Economic growth forecasts for Scotland have been increased but remain “weak” for the next few years and hampered by Brexit uncertainty, according to a new report.
Researchers at Strathclyde University’s Fraser of Allander Institute now forecast growth of 1.1 per cent in 2017, 1.3 per cent in 2018 and 1.6 per cent in 2018, a marginal increase on the institute’s July predictions.
The upward revision is credited to “signs the UK will press for a transition and not a ‘cliff-edge’ when leaving the single market”, the fall in Sterling, Bank of England stimulus and a “slightly less pessimistic environment for the North Sea”.

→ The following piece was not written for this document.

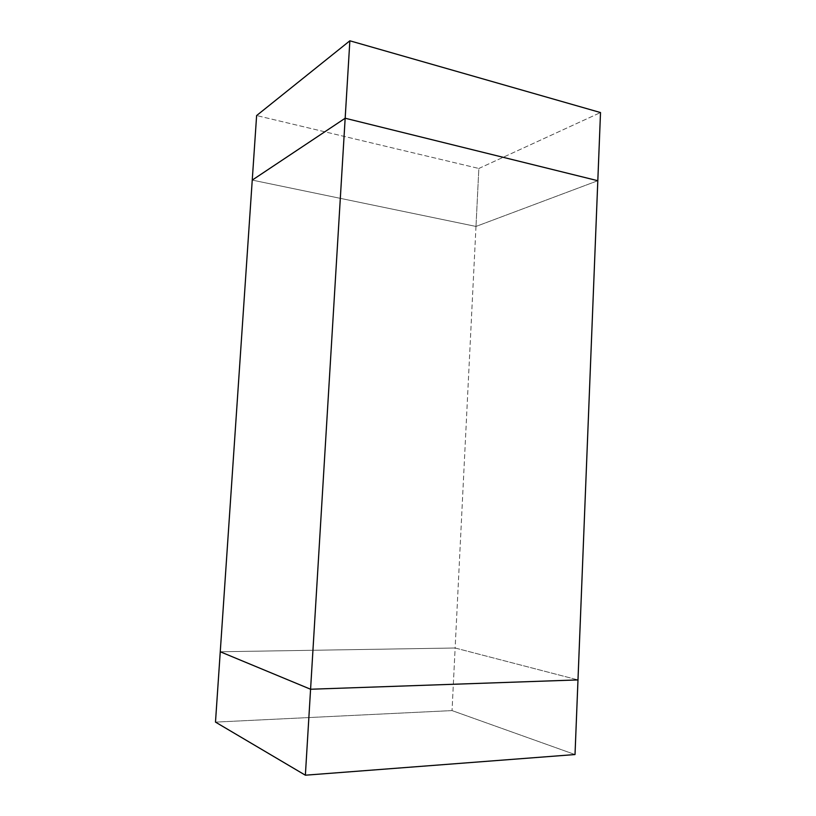 <?xml version="1.0" encoding="UTF-8"?>
<svg xmlns="http://www.w3.org/2000/svg" width="816" height="816" viewBox="0 0 816 816"><rect width="100%" height="100%" fill="white"/><g stroke="black" fill="none" stroke-linecap="round" stroke-linejoin="round"><path stroke-width="0.61" stroke-dasharray="4.08 3.06" d="M220.259 651.76L455.134 648.006L577.983 679.912L455.134 648.006L475.983 226.44L597.812 180.713L475.983 226.44L252.246 180.101L475.983 226.44L455.134 648.006L220.259 651.76L455.134 648.006L577.983 679.912L455.134 648.006L452.044 710.593L455.134 648.006L220.259 651.76M575.015 754.545L452.044 710.593L215.485 722.109L452.044 710.593L575.015 754.545M478.849 168.473L600.515 112.557L478.849 168.473L475.983 226.44L478.849 168.473L256.622 115.556L478.849 168.473M597.812 180.713L475.983 226.44L252.246 180.101L475.983 226.44L597.812 180.713"/><path stroke-width="1.22" d="M577.983 679.912L310.58 689.245L220.259 651.76L310.58 689.245L345.168 118.238L597.812 180.713L577.983 679.912L597.812 180.713L345.168 118.238L252.246 180.101L345.168 118.238L310.58 689.245L577.983 679.912L575.015 754.545L577.983 679.912L310.58 689.245L305.368 775.2L575.015 754.545L305.368 775.2L310.58 689.245L220.259 651.76L252.246 180.101L215.485 722.109L305.368 775.2L215.485 722.109L220.259 651.76L310.58 689.245L577.983 679.912M349.86 40.8L256.622 115.556L252.246 180.101L345.168 118.238L349.86 40.8L345.168 118.238L597.812 180.713L600.515 112.557L349.86 40.8L600.515 112.557L597.812 180.713L345.168 118.238L252.246 180.101L256.622 115.556L349.86 40.8"/></g></svg>
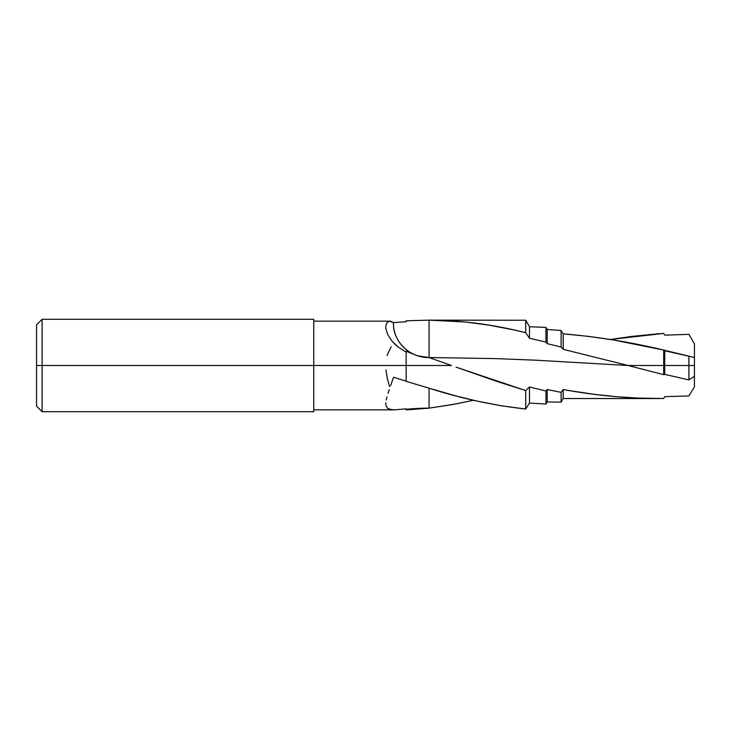 <?xml version="1.0" encoding="UTF-8"?>
<svg xmlns="http://www.w3.org/2000/svg" width="731" height="731" viewBox="0 0 731 731"><rect width="100%" height="100%" fill="white"/><g stroke="black" fill="none" stroke-linecap="round" stroke-linejoin="round"><path stroke-width="1.1" d="M389.257 321.211L390.619 321.201L388.024 321.686L386.982 322.654L385.804 326.063L385.849 328.475L387.631 334.396L391.898 340.993L394.85 344.173L398.285 347.152L406.153 352.114L398.285 347.152L391.898 340.993L387.631 334.396L385.849 328.475L385.804 326.063L386.982 322.654L389.257 321.211L393.497 322.581L406.153 321.731L406.153 320.781L429.079 320.151L406.153 320.781L406.153 321.731L393.497 322.581A35.6 33.909 0 0 0 429.07 357.532L451.475 365.5L406.153 365.5L406.153 381.344L429.079 388.179L429.079 408.145L406.153 409.908L406.153 408.812L394.85 409.844L313.754 409.853M36.55 324.847L36.55 406.153L42.096 411.699L42.096 365.5L42.096 411.699L313.754 411.699L313.754 319.301L42.096 319.301L36.55 324.847L36.55 365.5L42.096 365.5L42.096 319.301L42.096 365.5L451.475 365.5L429.07 357.541C409.643 358.026 392.373 341.057 393.497 322.581L390.619 321.201M525.726 320.242L529.482 326.739L545.956 327.387L547.217 329.498L561.116 330.467L563.208 333.857L563.208 349.308L561.116 347.006L561.116 330.467L561.116 347.006L547.217 343.661L547.217 329.498L547.217 343.661L545.956 342.062L545.956 327.387L545.956 342.062L529.482 338.234L529.482 326.739L529.482 338.234L525.726 332.706L525.726 320.242L525.726 332.706C493.498 324.5 461.279 320.315 429.07 320.151L465.272 321.996L489.505 325.213L513.601 329.873L525.726 332.706L529.482 338.234L545.956 342.062L547.217 343.661L561.116 347.006L563.208 349.308L563.208 333.857C596.706 336.625 630.195 342.026 663.684 350.067L694.45 357.532L694.45 365.5L694.45 357.532L688.904 356.216L688.904 365.5L688.904 356.216L664.744 350.752L664.744 365.5L664.744 350.752L663.684 350.067L663.684 365.5L694.45 365.5L694.45 386.854L688.904 395.928L694.45 386.854L694.45 376.291L688.904 379.892L694.45 376.291L694.45 365.5L688.904 365.5L688.904 379.892L688.904 365.5L664.744 365.5L664.744 374.4L688.904 379.892L664.744 374.4L664.744 365.5L663.684 365.5L663.684 374.665L664.744 374.4L663.684 374.665L663.684 365.5L628.084 365.5L663.684 374.665L628.084 365.5L663.684 365.5L663.684 350.067L613.464 339.979L588.272 336.342L563.208 333.857L561.116 330.467L547.217 329.498L545.956 327.387L529.482 326.739L525.726 320.242L429.07 320.151L429.079 357.532L417.264 355.732L406.153 351.236L406.153 381.344L417.629 384.798M456.071 367.154L525.726 390.573L497.811 381.728L456.071 367.154M561.819 400.935L561.116 402.16L547.217 401.922L545.956 404.033L529.482 403.073L525.726 409.022C493.498 405.477 461.279 398.532 429.07 388.179L456.263 396.019L477.407 401.164L501.493 405.815L525.726 409.022L525.726 390.573L525.726 409.022L529.482 403.073L529.482 386.964L525.726 390.573L529.482 386.964L529.482 403.073L545.956 404.033L545.956 390.994L529.482 386.964L545.956 390.994L545.956 404.033L547.217 401.922L547.217 389.495L545.956 390.994L547.217 389.495L547.217 401.922L561.116 402.16L561.116 392.373L547.217 389.495L561.116 392.373L561.116 402.16L563.208 398.532L563.208 389.532L561.116 392.373L563.208 389.532L563.208 398.532L561.792 400.99M429.079 357.532L495.426 358.601L535.229 360.173L628.084 365.5L563.208 349.308L628.084 365.5L535.229 360.173L495.426 358.601L429.079 357.532L417.264 355.732L406.153 351.236L406.153 365.5L36.55 365.5L36.55 406.153M694.45 357.532L694.45 343.917L688.904 334.341L694.45 343.917L694.45 357.532M429.079 388.179L429.079 408.145A49.215 10.444 0 0 0 406.153 409.342L406.153 408.812L406.153 409.342A49.215 10.444 180 0 1 429.079 408.145L455.614 404.005L473.432 400.268L453.275 404.444L429.07 408.145M569.495 390.628L563.208 389.532C596.706 395.727 630.195 398.715 663.684 398.514L638.611 398.112L616.571 396.705L594.586 394.365L569.495 390.628M664.744 396.668L663.684 398.514L664.744 396.668L688.904 395.928L664.744 396.668M657.416 333.866L663.684 333.437L664.744 335.163L688.904 334.341L664.744 335.163L663.684 333.437L610.394 339.476L632.288 336.361L657.416 333.866M313.754 411.699L313.754 319.301M393.497 377.269L406.153 381.143L393.497 377.269L392.044 381.564L393.497 377.269M390.619 385.703L392.044 381.564L390.619 385.703M388.024 393.388L389.257 389.669L388.024 393.388M386.215 400.012L386.982 396.86L386.215 400.012M385.849 405.157L385.804 402.799L385.849 405.157L387.631 408.437L385.849 405.157M391.898 409.771L387.631 408.437L389.459 409.323L394.85 409.844L391.898 409.771M394.85 409.844L406.153 408.812L406.153 409.908L429.079 408.145M385.95 369.95L387.32 378.539L389.532 386.461M391.167 346.732L387.065 355.485M406.153 320.781L406.153 321.731M389.943 321.147L313.754 321.147M563.208 398.532L658.942 398.532"/></g></svg>

However, Scotland’s recent growth is a third slower than the UK, 0.7 per cent for the year to June 2016 compared with 2.2 per cent.
The report’s authors said closing this gap will be a major challenge for the Scottish Budget announcement on Thursday as the new fiscal framework for Scotland’s increased tax powers mean Scotland will lose out if it does not match the performance of tax receipts per head in the rest of the UK
Institute director Graeme Roy predicts Finance Secretary Derek Mackay will “resist going much further” than current plans not to pass on the rise in the the 40p tax threshold in Scotland and a council tax increase for top bands, but warns some services could face cuts of more than 10 per cent in the next five years.
Researchers predict a particularly challenging outlook for households in the next three years due to rising inflation, limited employment and earnings growth, and a freeze of many UK-wide in-work benefits.
They warn that while the terms and timing of Brexit remain unknown, a “considerable degree of uncertainty” surrounds the near-term economic outlook.
Mr Roy said: “The Scottish economy has remained relatively resilient in the face of challenging headwinds, with growth returning in the second quarter of 2016. Most indicators point to this growth having continued through the remainder of the year.
“But growth in the Scottish economy continues to lag behind the rest of the UK, driven in part, but not entirely, by the ongoing challenges in the oil and gas sector.
“Over both the last 18 months and the first six months of 2016, Scotland’s growth rate has been around a third of that for the UK as a whole.
“The Finance Secretary will be thinking hard about how best to use his Budget on Thursday to narrow this gap and crucially whether or not to follow the UK Chancellor’s lead with a package of support to help business and boost productivity.
“But he has little room to manoeuvre. Whilst the Scottish Budget is forecast to rise slightly in real terms next year, as a result of ongoing efforts by the UK Government to tackle ever higher levels of public-sector debt, it is still on track to be cut by over 3 per cent in real terms by the end of the Parliament.
“Major manifesto budget commitments in areas such as the NHS, childcare and police funding - combined with new pressures in education - imply average real-terms cuts of more than 10 per cent by 2020-21 in unprotected areas.
“To help his budgetary position he is likely to announce a modest increase in income tax for higher earnings in Scotland next year compared to the UK and increased council tax bills, but with a challenging economic backdrop he is likely to resist going much further.”
A Scottish Government spokesman said: “As the Fraser of Allander report acknowledges, Scotland’s economy has shown resilience despite the UK Government’s austerity regime and determination to pursue a hard Brexit, both of which are putting pressure on household incomes and discouraging investment across the UK.
“Brexit is by far the biggest threat to Scotland’s jobs, prosperity and economy, which why we have always been clear that remaining members of the EU - and members of the world’s largest single market of more than 500 million people - is the best option for our future.
“The Finance Secretary will publish the Scottish Draft Budget later this week that will support our economy, tackle inequality and provide high-quality public services for all.”